_Required work_
Say how many lines in the records include the string "POSNER", adding no other words.

[Stored data entries]
——————————
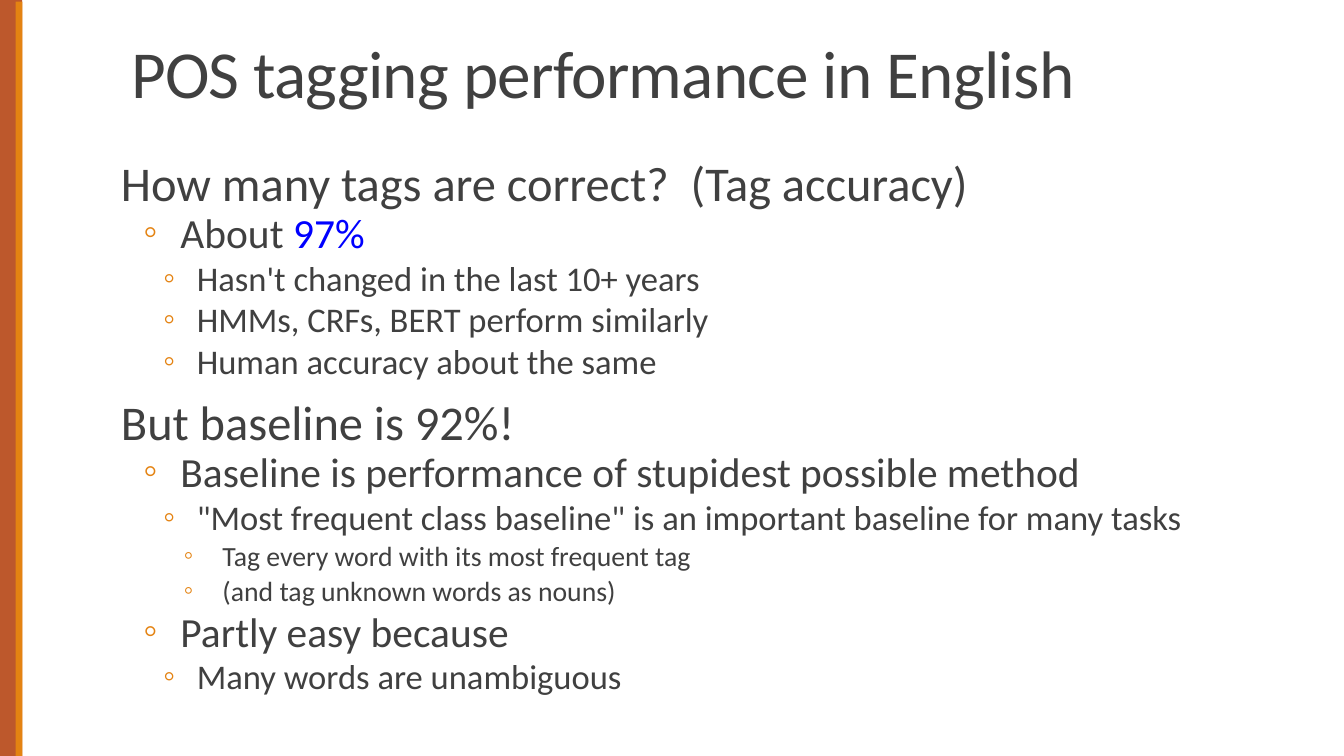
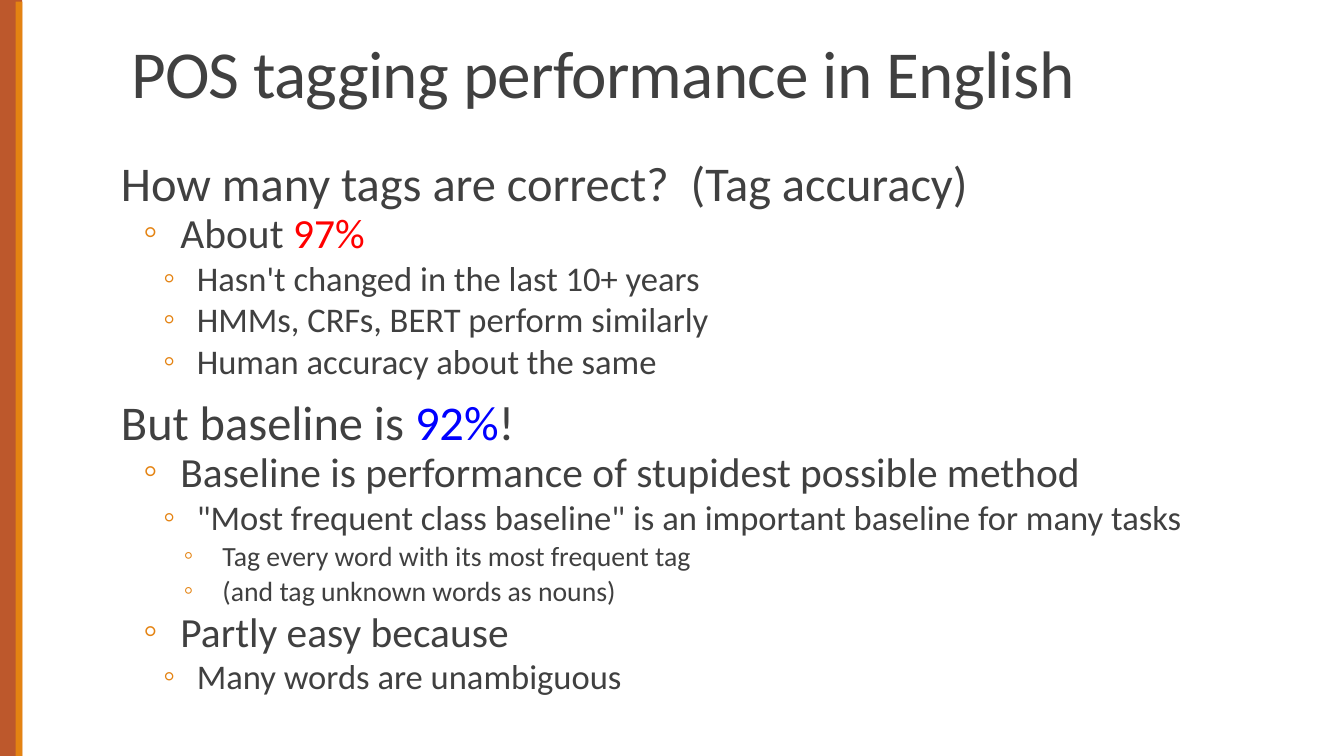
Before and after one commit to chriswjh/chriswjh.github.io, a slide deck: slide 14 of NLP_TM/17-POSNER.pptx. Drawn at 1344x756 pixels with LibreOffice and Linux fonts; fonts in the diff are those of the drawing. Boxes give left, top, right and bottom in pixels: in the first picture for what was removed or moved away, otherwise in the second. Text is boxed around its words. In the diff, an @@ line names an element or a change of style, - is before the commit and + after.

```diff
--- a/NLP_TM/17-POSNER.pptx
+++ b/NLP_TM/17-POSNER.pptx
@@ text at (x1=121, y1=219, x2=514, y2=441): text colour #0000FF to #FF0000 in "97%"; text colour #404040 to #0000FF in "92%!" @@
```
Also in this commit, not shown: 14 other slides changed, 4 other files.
——————————
_Reply to the task_
3